Wat wel degelijk duidt op een racistisch aspect in het sloopbesluit is wat er geschreven wordt in het beleidsdocument Handelingsperspectief Afrikaanderwijk 2013. Dit is een beleidsdocument voor het Nationaal Programma Rotterdam Zuid waarin staat geschetst wat er moet gebeuren met de wijk. Hier staat onder meer: “de bewoners zijn voor 84% allochtoon” en dat de “negatieve associaties” van de wijk zijn “drukte, onveiligheid, allochtonen en parkeren”. Woningcorporatie Vestia heeft bovendien deze beschrijving naar voren gebracht in de rechtszaak van Vestia tegen de bewoners. Tegenwoordig zijn beleidsmakers voorzichtiger met formuleren, maar tot voor kort werden bewoners van “allochtone” en specifiek “niet-westerse” afkomst expliciet benoemd in de probleemanalyse van wijken. Vaak werd er dan een relatie gelegd met integratie, maar in de beleidsdocumenten die de opstap vormden voor de Rotterdamwet ging het ook over onveiligheid en overlast.

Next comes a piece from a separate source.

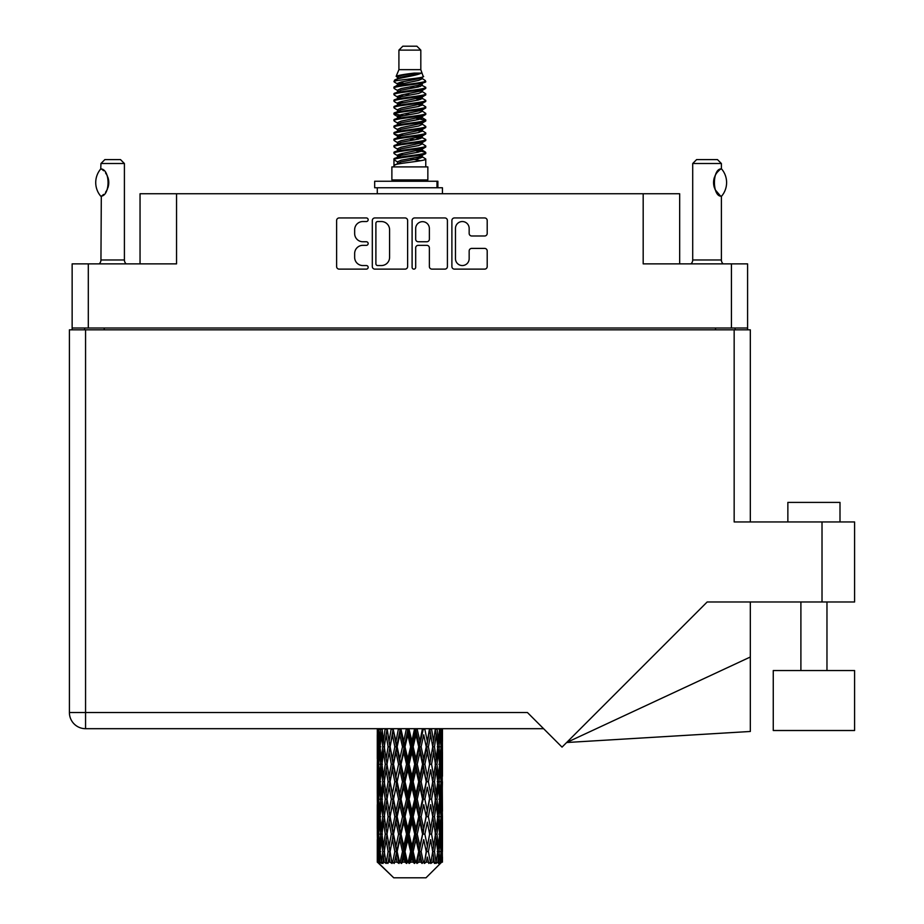 <?xml version="1.0" encoding="UTF-8"?>
<svg xmlns="http://www.w3.org/2000/svg" width="924" height="924" viewBox="0 0 924 924"><rect width="100%" height="100%" fill="white"/><g stroke="black" fill="none" stroke-linecap="round" stroke-linejoin="round"><path stroke-width="1.39" d="M455.474 258.708A6.849 6.849 0 0 0 462.323 265.546A6.849 6.849 0 0 0 469.161 258.708L469.161 250.958A2.564 2.564 0 0 1 471.725 248.406L484.65 248.406A2.564 2.564 0 0 1 487.202 250.958L487.202 266.574A2.564 2.564 0 0 1 484.65 269.127L454.446 269.127A2.564 2.564 0 0 1 451.894 266.574L451.894 220.513A2.564 2.564 0 0 1 454.446 217.948L484.65 217.948A2.564 2.564 0 0 1 487.202 220.513L487.202 233.437A2.564 2.564 0 0 1 484.65 235.99L471.725 235.99A2.564 2.564 0 0 1 469.161 233.437L469.161 228.378A6.849 6.849 0 0 0 462.323 221.541A6.849 6.849 0 0 0 455.474 228.378L455.474 258.708M413.894 269.127A1.79 1.79 0 0 0 415.684 267.336L415.684 247.898A2.564 2.564 0 0 1 418.237 245.334L426.819 245.334A2.564 2.564 0 0 1 429.371 247.898L429.371 266.574A2.564 2.564 0 0 0 431.935 269.127L444.86 269.127A2.564 2.564 0 0 0 447.412 266.574L447.412 220.513A2.564 2.564 0 0 0 444.86 217.948L414.657 217.948A2.564 2.564 0 0 0 412.104 220.513L412.104 267.336A1.79 1.79 0 0 0 413.894 269.127M747.585 329.833L747.585 263.871L747.585 328.008L72.141 328.008L72.141 263.871L72.141 329.833M407.623 266.574L407.623 220.513A2.564 2.564 0 0 0 405.058 217.948L374.867 217.948A2.564 2.564 0 0 0 372.314 220.513L372.314 266.574A2.564 2.564 0 0 0 374.867 269.127L405.058 269.127A2.564 2.564 0 0 0 407.623 266.574M362.843 221.541L366.366 221.541A1.79 1.79 0 0 0 368.156 219.75A1.79 1.79 0 0 0 366.366 217.948L339.177 217.948A2.564 2.564 0 0 0 336.613 220.513L336.613 266.574A2.564 2.564 0 0 0 339.177 269.127L366.366 269.127A1.79 1.79 0 0 0 368.156 267.336A1.79 1.79 0 0 0 366.366 265.546L362.843 265.546A8.189 8.189 0 0 1 354.654 257.357L354.654 253.523A8.189 8.189 0 0 1 362.843 245.334L366.366 245.334A1.79 1.79 0 0 0 368.156 243.543A1.79 1.79 0 0 0 366.366 241.753L362.843 241.753A8.189 8.189 0 0 1 354.654 233.564L354.654 229.73A8.189 8.189 0 0 1 362.843 221.541M72.141 263.871L176.542 263.871L176.542 193.751L679.671 193.751L679.671 263.871M643.185 193.751L643.185 263.871L747.585 263.871M140.044 263.871L140.044 193.751L176.542 193.751M84.65 329.833L84.65 328.008M377.685 221.541A1.79 1.79 0 0 0 375.895 223.331L375.895 263.756A1.79 1.79 0 0 0 377.685 265.546L381.393 265.546A8.189 8.189 0 0 0 389.582 257.357L389.582 229.73A8.189 8.189 0 0 0 381.393 221.541L377.685 221.541M429.371 228.505A6.849 6.849 0 0 0 422.534 221.668A6.849 6.849 0 0 0 415.684 228.505L415.684 239.189A2.564 2.564 0 0 0 418.237 241.753L426.819 241.753A2.564 2.564 0 0 0 429.371 239.189L429.371 228.505M735.077 328.008L735.077 329.833L735.077 328.008M787.86 521.956L787.86 502.402L839.997 502.402L839.997 521.956L839.997 502.402M854.596 670.547L773.261 670.547L773.261 730.514L854.596 730.514L854.596 670.547M734.164 329.833L734.164 521.956L854.596 521.956L854.596 601.986L707.16 601.986L562.035 747.123L527.431 712.519L85.562 712.519L85.562 329.833L750.323 329.833L750.323 521.956M69.404 329.833L69.404 712.519L69.404 329.833L85.562 329.833M543.601 728.689L85.562 728.689L85.562 712.519L69.404 712.519A16.158 16.158 0 0 0 85.562 728.689A16.158 16.158 0 0 1 69.404 712.519M750.323 657.01L750.323 731.473L566.643 742.515L750.323 657.01L750.323 601.986M854.596 710.96L854.596 730.514M773.261 670.547L773.261 710.96M100.751 196.188L100.751 196.188A20.986 20.986 0 0 1 100.751 168.942L101.305 168.942C110.291 170.028 110.291 195.126 101.305 196.188L100.947 259.967A5.209 5.209 0 0 1 99.18 263.871M100.947 259.967L124.405 259.967A5.209 5.209 0 0 0 126.172 263.871M124.405 259.967L124.405 163.513L100.947 163.513L100.751 168.942M100.947 163.513L104.851 159.598L120.501 159.598L124.405 163.513M101.305 168.942A16.158 16.158 0 0 1 102.171 169.542M102.506 169.797A16.158 16.158 0 0 1 103.592 170.721L103.338 170.478M105.532 172.869A16.158 16.158 0 0 1 107.542 176.403M107.912 177.373A16.158 16.158 0 0 1 108.766 182.571L107.912 177.385M108.131 187.075L108.766 182.617A16.158 16.158 0 0 1 107.9 187.768M107.542 188.739A16.158 16.158 0 0 1 105.555 192.238M103.592 194.421A16.158 16.158 0 0 1 102.518 195.334M102.183 195.588A16.158 16.158 0 0 1 101.305 196.188L102.171 195.599M107.542 176.392L107.23 175.699M107.069 175.364L105.555 172.903M103.211 170.374L102.541 169.82M398.914 50.115L420.813 50.115L416.897 46.2L402.818 46.2L398.914 50.115L398.914 69.658L396.142 76.357L398.429 77.951M420.813 50.115L420.813 69.658L398.914 69.658M427.847 166.898L391.88 166.898L391.88 179.937L427.847 179.937L427.847 166.898M396.177 179.937L396.177 181.243M423.55 179.937L423.55 181.243M421.205 73.1L401.108 77.142L394.398 80.55C394.213 78.309 416.874 75.883 421.205 73.1L414.391 73.1C404.331 74.243 398.244 75.329 396.142 76.357M394.398 80.55L394.363 82.074L398.429 84.477M420.813 69.658L423.308 76.784L418.607 78.771L401.108 82.028L397.493 83.657L398.001 84.246M423.585 76.357C424.924 78.251 393.405 79.984 393.959 81.624M425.317 80.55L425.768 81.624L424.555 81.624L425.317 80.55L421.725 78.182L422.233 78.771L418.607 80.4L398.001 84.696L393.959 87.318L394.363 88.6L398.001 90.771M418.63 150.45L425.768 152.495C426.749 154.666 392.977 156.837 393.959 159.009L393.959 159.829L397.493 161.862L397.493 163.202M421.298 149.642L422.233 150.462L418.607 152.09L401.108 155.347L393.959 159.009M425.768 152.495L425.363 153.765L418.607 156.976L401.108 160.233L397.493 161.862M425.768 153.315C426.749 155.486 392.977 157.657 393.959 159.829L393.959 166.898M425.768 159.009C426.749 161.18 392.977 163.363 393.959 165.535L401.108 161.862L418.607 158.605L422.233 156.976L421.725 156.387L425.768 159.009L425.768 166.898M424.555 81.624C419.022 83.518 392.989 85.424 393.959 87.318M393.959 88.138C392.977 85.967 426.749 83.795 425.768 81.624L418.607 85.285L401.108 88.542L397.493 90.171L397.493 91.799M418.63 83.657L425.768 87.318C426.749 89.489 392.977 91.672 393.959 93.844L394.363 95.114L398.429 97.505M421.725 84.696L422.233 85.285L418.607 86.914L401.108 90.171L393.959 93.844M425.768 87.318L425.363 88.6L421.725 90.771L401.108 95.056L397.493 96.697L398.001 97.286M425.768 88.138C426.749 90.309 392.977 92.481 393.959 94.652M421.725 91.21L425.768 93.844C426.749 96.015 392.977 98.187 393.959 100.358L394.363 101.628L398.429 104.019M422.233 90.171L422.233 91.799L418.607 93.428L401.108 96.697L393.959 100.358M425.768 93.844L425.363 95.114L421.725 97.286L401.108 101.582L397.493 103.211L398.001 103.8M425.768 94.652C426.749 96.824 392.977 98.995 393.959 101.166M422.233 96.697L422.233 98.325L425.768 100.358C426.749 102.529 392.977 104.701 393.959 106.872L394.363 108.143L398.001 110.314M422.233 98.325L418.607 99.954L401.108 103.211L393.959 106.872M425.768 100.358L425.363 101.628L421.725 103.8L401.108 108.096L397.493 109.725L397.493 111.354M425.768 101.166C426.749 103.338 392.977 105.521 393.959 107.692M421.298 104.019L425.768 106.872C426.749 109.044 392.977 111.215 393.959 113.386L394.363 114.668L398.429 117.059M421.725 104.25L422.233 104.839L418.607 106.468L401.108 109.725L393.959 113.386M425.768 106.872L425.363 108.143L421.725 110.314L401.108 114.611L397.493 116.239L398.001 116.84M425.768 107.692C426.749 109.864 392.977 112.035 393.959 114.206M421.725 110.765L425.768 113.386C426.749 115.558 392.977 117.741 393.959 119.912L394.363 121.183L398.429 123.573M422.233 109.725L422.233 111.354L418.607 112.982L401.108 116.239L393.959 119.912M425.768 113.386L425.363 114.668L421.725 116.84L401.108 121.136L397.493 122.765L398.001 123.354M425.768 114.206C426.749 116.378 392.977 118.549 393.959 120.721M421.298 117.059L425.768 119.912C426.749 122.084 392.977 124.255 393.959 126.426L394.363 127.697L398.001 129.868M421.725 117.279L422.233 117.868L418.607 119.496L401.108 122.765L393.959 126.426M425.768 119.912L425.363 121.183L421.725 123.354L401.108 127.651L397.493 129.279L397.493 130.908M425.768 120.721C426.749 122.892 392.977 125.063 393.959 127.246M421.725 123.793L425.768 126.426C426.749 128.598 392.977 130.769 393.959 132.94L394.363 134.211L401.097 135.793M422.233 122.765L422.233 124.394L418.607 126.022L401.108 129.279L393.959 132.94M425.768 126.426L425.363 127.697L421.725 129.868L401.108 134.165L397.493 135.793L398.429 136.613M425.768 127.246C426.749 129.418 392.977 131.589 393.959 133.761M421.298 130.088L425.768 132.94C426.749 135.112 392.977 137.283 393.959 139.455L394.363 140.737L398.001 142.908M421.725 130.319L422.233 130.908L418.607 132.536L401.108 135.793L393.959 139.455M425.768 132.94L425.363 134.211L421.725 136.382L401.108 140.679L397.493 142.308L397.493 143.936M425.768 133.761C426.749 135.932 392.977 138.103 393.959 140.275M418.63 135.793L425.768 139.455C426.749 141.638 392.977 143.809 393.959 145.98L394.363 147.251L398.001 149.422M421.725 136.833L422.233 137.422L418.607 139.05L401.108 142.308L393.959 145.98M425.768 139.455L425.363 140.737L421.725 142.908L401.108 147.205L397.493 148.833L397.493 150.462M425.768 140.275C426.749 142.446 392.977 144.618 393.959 146.789M421.725 143.347L425.768 145.98C426.749 148.152 392.977 150.323 393.959 152.495L394.363 153.765L398.429 156.156M422.233 142.308L422.233 143.936L418.607 145.565L401.108 148.833L393.959 152.495M425.768 145.98L425.363 147.251L421.725 149.422L401.108 153.719L397.493 155.347L398.001 155.937M425.768 146.789C426.749 148.96 392.977 151.143 393.959 153.315M399.226 82.536L403.338 83.183M397.909 83.114L401.097 83.657M416.377 85.759L420.501 86.406M399.226 95.576L403.338 96.223M418.63 98.314L421.818 98.856M397.909 96.154L401.097 96.697M416.377 98.787L420.501 99.434M399.226 102.09L403.338 102.737M418.63 104.839L421.818 105.371M397.909 102.668L401.097 103.211M394.282 113.802L403.338 115.777M418.63 117.868L421.818 118.411M397.909 115.708L401.097 116.251M416.377 118.341L425.444 120.316M418.63 130.908L421.818 131.439M399.226 134.673L403.338 135.32M418.63 137.422L421.818 137.965M416.377 137.895L420.501 138.542M416.377 150.924L420.501 151.571M399.226 154.227L403.338 154.874M418.63 156.976L421.818 157.507M397.909 154.805L401.097 155.347M416.377 157.45L420.501 158.096M442.446 857.045L442.423 862.161L442.353 856.675M442.446 822.129L442.446 846.153L442.423 816.677L442.192 828.666L441.718 816.677L442.192 804.654L442.423 816.677M442.423 781.739L442.192 793.751L441.718 781.739L442.192 769.715L442.446 811.214L442.33 799.191L440.898 799.191M442.446 752.251L442.446 776.276L442.423 746.8L442.192 758.823L441.718 746.8L442.192 734.799L442.423 746.8L442.342 728.689M442.446 728.689L442.446 741.348M377.974 728.689L377.535 741.348L377.304 729.336L377.373 759.193M425.987 877.8L441.707 862.161L425.987 877.8L393.739 877.8L377.408 862.161L377.535 857.045L377.697 862.161L379.279 863.466L378.216 862.161L377.72 851.593L378.297 839.593L379.117 851.593L378.216 862.161M388.126 781.739L386.105 793.751L384.269 781.739L386.105 769.715L388.126 781.739L389.916 781.739L389.096 787.202L391.337 799.191L389.096 811.214L387.006 799.191L389.916 781.739L387.006 764.275L389.096 752.251L391.337 764.275L389.096 776.276L387.745 768.641M388.126 816.677L386.105 828.666L384.269 816.677L386.105 804.654L388.126 816.677L389.916 816.677L387.745 829.764L389.096 822.129L391.337 834.129L389.096 846.153L387.006 834.129L389.916 816.677L387.745 803.557M377.304 729.336L377.304 728.689M378.008 729.336L379.568 729.336M377.881 742.769L377.535 741.348M377.396 746.8L378.828 746.8M377.304 764.275L377.535 752.251L378.008 764.275L377.535 776.276L377.304 764.275L377.304 799.191L377.535 787.202L378.008 799.191L377.535 811.214L377.304 799.191M377.72 746.8L378.297 734.799L379.117 746.8L378.297 758.823L377.72 746.8M380.642 728.689L379.568 741.348L378.69 728.689M380.711 729.336L382.444 729.336M380.284 744.49L379.568 741.348M378.863 732.466L378.297 734.799M379.117 746.8L380.78 746.8M378.863 761.157L378.297 758.823M377.881 750.819L377.535 752.251M378.008 764.275L379.568 764.275M377.396 781.739L378.828 781.739M377.881 777.708L377.535 776.276M377.72 781.739L378.297 769.715L379.117 781.739L378.297 793.751L377.72 781.739M378.644 764.275L379.568 752.251L380.711 764.275L379.568 776.276L378.644 764.275M380.053 746.8L381.312 734.799L382.767 746.8L381.312 758.823L380.053 746.8M385.146 728.689L383.495 741.348L382.028 728.689M385.25 729.336L387.064 729.336L386.105 734.799L388.126 746.8L386.105 758.823L384.269 746.8L386.105 734.799M382.767 746.8L384.557 746.8L383.495 741.348M382.132 730.907L381.312 734.799M382.132 762.716L381.312 758.823M380.284 749.098L379.568 752.251M380.711 764.275L382.444 764.275M380.284 779.429L379.568 776.276M378.863 767.394L378.297 769.715M379.117 781.739L380.78 781.739M377.881 785.77L377.535 787.202M378.008 799.191L379.568 799.191M378.863 796.084L378.297 793.751M377.373 804.273L377.304 834.129L377.535 822.129L378.008 834.129L377.535 846.153L377.304 834.129M377.396 816.677L378.828 816.677M377.881 812.646L377.535 811.214M378.644 799.191L379.568 787.202L380.711 799.191L379.568 811.214L378.644 799.191M380.053 781.739L381.312 769.715L382.767 781.739L381.312 793.751L380.053 781.739M381.947 764.275L383.495 752.251L385.25 764.275L383.495 776.276L381.947 764.275M391.21 728.689L389.096 741.348L387.11 728.689M391.337 729.336L393.104 729.336L392.977 728.689M398.44 728.689L395.992 741.348L393.023 728.689M388.126 746.8L389.916 746.8L387.745 733.714M390.09 746.8L392.4 734.799L394.837 746.8L392.4 758.823L389.096 741.348M385.25 764.275L387.064 764.275L386.105 758.823M384.557 746.8L383.495 752.251M382.767 781.739L384.557 781.739L383.495 776.276M382.132 765.834L381.312 769.715M382.132 797.631L381.312 793.751M380.284 784.049L379.568 787.202M380.711 799.191L382.444 799.191M377.72 816.677L378.297 804.654L379.117 816.677L378.297 828.666L377.72 816.677M378.863 802.309L378.297 804.654M379.117 816.677L380.78 816.677M380.284 814.367L379.568 811.214M377.881 820.697L377.535 822.129M378.008 834.129L379.568 834.129M378.863 831.011L378.297 828.666M377.373 839.223L377.408 862.161M377.396 851.593L378.828 851.593M377.881 847.585L377.535 846.153M380.053 816.677L381.312 804.654L382.767 816.677L381.312 828.666L380.053 816.677M381.947 799.191L383.495 787.202L385.25 799.191L383.495 811.214L381.947 799.191M393.497 729.336L393.624 728.689M398.579 729.336L400.196 729.336L400.057 728.689M406.387 728.689L403.753 741.348L401.016 729.336L400.15 728.689M394.837 746.8L396.546 746.8L393.104 729.336L392.4 734.799M397.158 746.8L399.792 734.799L402.506 746.8L399.792 758.823L397.158 746.8L396.546 746.8L395.992 741.348M391.337 764.275L393.104 764.275L389.916 746.8L389.096 752.251M393.497 764.275L395.992 752.251L398.579 764.275L395.992 776.276L392.4 758.823M390.09 781.739L389.096 776.276L389.916 781.739L393.104 764.275L392.4 769.715L394.837 781.739L392.4 793.751L390.09 781.739L392.4 769.715M387.064 764.275L386.105 769.715M385.25 799.191L387.064 799.191L386.105 793.751M384.557 781.739L383.495 787.202M382.767 816.677L384.557 816.677L383.495 811.214M382.132 800.761L381.312 804.654M378.644 834.129L379.568 822.129L380.711 834.129L379.568 846.153L378.644 834.129M380.284 818.987L379.568 822.129M380.711 834.129L382.444 834.129M382.132 832.57L381.312 828.666M378.863 837.248L378.297 839.593M379.117 851.593L380.78 851.593M380.284 849.295L379.568 846.153M442.238 862.161L442.192 839.593L442.423 862.161M441.014 862.161L442.146 862.161M377.881 855.624L377.535 857.045M381.947 834.129L383.495 822.129L385.25 834.129L383.495 846.153L381.947 834.129M401.016 729.336L401.166 728.689M378.39 862.161L379.903 863.466L379.14 862.161L379.568 857.045L380.03 862.161L381.866 863.466L380.053 851.593L381.312 839.593L382.767 851.593L381.473 862.161L383.079 863.466L383.495 857.045L384.222 862.161L386.209 863.466L384.269 851.593L386.105 839.593L388.126 851.593L386.348 862.161L387.941 863.466L389.096 857.045L390.032 862.161L392.053 863.466L390.09 851.593L392.4 839.593L394.837 851.593L392.688 862.161L394.178 863.466L395.992 857.045L397.077 862.161L399.006 863.466L399.468 862.161L397.158 851.593L399.792 839.593L402.506 851.593L400.115 862.161L401.397 863.466L402.587 862.161L403.753 857.045L404.931 862.161L406.641 863.466L407.472 862.161L405.012 851.593L407.819 839.593L410.626 851.593L408.154 862.161L409.159 863.466L410.706 862.161L411.908 857.045L413.097 862.161L414.483 863.466L415.638 862.161L413.178 851.593L415.973 839.593L418.711 851.593L416.297 862.161L416.955 863.466L418.791 862.161L419.935 857.045L421.067 862.161L422.025 863.466L423.423 862.161L421.136 851.593L423.735 839.593L426.23 851.593L424.312 863.466L426.299 862.161L427.327 857.045L428.817 863.466L430.365 862.161L428.389 851.593L430.63 839.593L432.721 851.593L430.757 863.466L432.779 862.161L433.622 857.045L434.407 863.466L436.024 862.161L434.476 851.593L436.22 839.593L437.78 851.593L435.885 863.466L437.826 862.161L438.415 857.045L438.461 863.466L440.032 862.161L439.016 851.593L440.159 839.593L441.083 851.593L440.286 862.161L439.385 863.466L441.106 862.161L441.429 857.045L441.707 862.161L441.106 862.161M377.697 862.161L393.739 877.8M438.969 862.161L437.826 862.161M434.419 862.161L432.779 862.161M428.32 862.161L426.299 862.161M424.047 862.161L423.423 862.161M421.067 862.161L418.791 862.161M416.297 862.161L415.638 862.161M413.097 862.161L410.706 862.161M408.154 862.161L407.472 862.161M404.931 862.161L402.587 862.161M400.115 862.161L399.468 862.161M397.077 862.161L394.918 862.161M392.688 862.161L392.111 862.161M390.032 862.161L388.184 862.161M384.222 862.161L382.813 862.161M380.03 862.161L379.14 862.161M406.537 729.336L407.9 729.336L407.75 728.689M414.553 728.689L411.908 741.348L409.089 729.336L407.888 728.689M402.506 746.8L403.996 746.8L400.196 729.336L399.792 734.799M405.012 746.8L407.819 734.799L410.626 746.8L407.819 758.823L405.012 746.8L403.996 746.8L403.753 741.348M398.579 764.275L400.196 764.275L396.546 746.8L395.992 752.251M401.016 764.275L403.753 752.251L406.537 764.275L403.753 776.276L401.016 764.275L400.196 764.275L399.792 758.823M394.837 781.739L396.546 781.739L393.104 764.275L400.335 728.689M397.158 781.739L399.792 769.715L402.506 781.739L399.792 793.751L397.158 781.739L396.546 781.739L395.992 776.276M391.337 799.191L393.104 799.191L389.916 781.739L387.745 794.836M393.497 799.191L395.992 787.202L398.579 799.191L395.992 811.214L392.4 793.751M390.09 816.677L392.4 804.654L394.837 816.677L392.4 828.666L389.096 811.214M387.064 799.191L386.105 804.654M385.25 834.129L387.064 834.129L386.105 828.666M384.557 816.677L383.495 822.129M382.132 835.7L381.312 839.593M382.767 851.593L384.557 851.593L383.495 846.153M380.284 853.903L379.568 857.045M409.089 729.336L409.251 728.689M414.703 729.336L415.719 729.336L415.581 728.689M422.43 728.689L419.935 741.348L417.221 729.336L415.719 729.336L415.754 728.689M410.626 746.8L411.827 746.8L407.9 729.336L407.819 734.799M413.178 746.8L415.973 734.799L418.711 746.8L415.973 758.823L413.178 746.8L411.827 746.8L411.908 741.348M406.537 764.275L407.9 764.275L403.996 746.8L403.753 752.251M409.089 764.275L411.908 752.251L414.703 764.275L411.908 776.276L409.089 764.275L407.9 764.275L407.819 758.823M402.506 781.739L403.996 781.739L400.196 764.275L399.792 769.715M405.012 781.739L407.819 769.715L410.626 781.739L407.819 793.751L405.012 781.739L403.996 781.739L403.753 776.276M398.579 799.191L400.196 799.191L396.546 781.739L395.992 787.202M401.016 799.191L403.753 787.202L406.537 799.191L403.753 811.214L401.016 799.191L400.196 799.191L399.792 793.751M394.837 816.677L396.546 816.677L393.104 799.191L392.4 804.654M397.158 816.677L399.792 804.654L402.506 816.677L399.792 828.666L397.158 816.677L396.546 816.677L395.992 811.214M391.337 834.129L393.104 834.129L389.916 816.677L408.05 728.689M393.497 834.129L395.992 822.129L398.579 834.129L395.992 846.153L392.4 828.666M388.126 851.593L389.916 851.593L387.745 838.507M390.09 851.593L389.096 846.153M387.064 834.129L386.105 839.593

Het is stigmatiserend om statistiek over bewoners met een migratieachtergrond te gebruiken om een probleemanalyse van de wijk te maken. Feit is ook dat het herstructureringsbeleid of gentrificatiebeleid, van Rotterdam zich vooral richt op de wijken op Rotterdam-Zuid, waar een groot deel van de bewoners een migratieachtergrond heeft. Vooral zij worden dus getroffen door besluiten om betaalbare woningen te slopen en gedwongen zich elders te huisvesten. Ook als er door bestuurders en in de beleidsdocumenten niet expliciet wordt gezegd dat een wijk gesloopt moet worden omdat de wijk te veel bewoners met migratieachtergrond zou hebben, geeft beleid dat disproportioneel mensen met migratieachtergrond raakt, te denken. De politieke discussie over racistisch woonbeleid moet dan ook gaan over de discriminatoire effecten van woonbeleid.

Gwen van Eijk in Is het Rotterdamse sloopbeleid racistisch? (Sargasso.nl)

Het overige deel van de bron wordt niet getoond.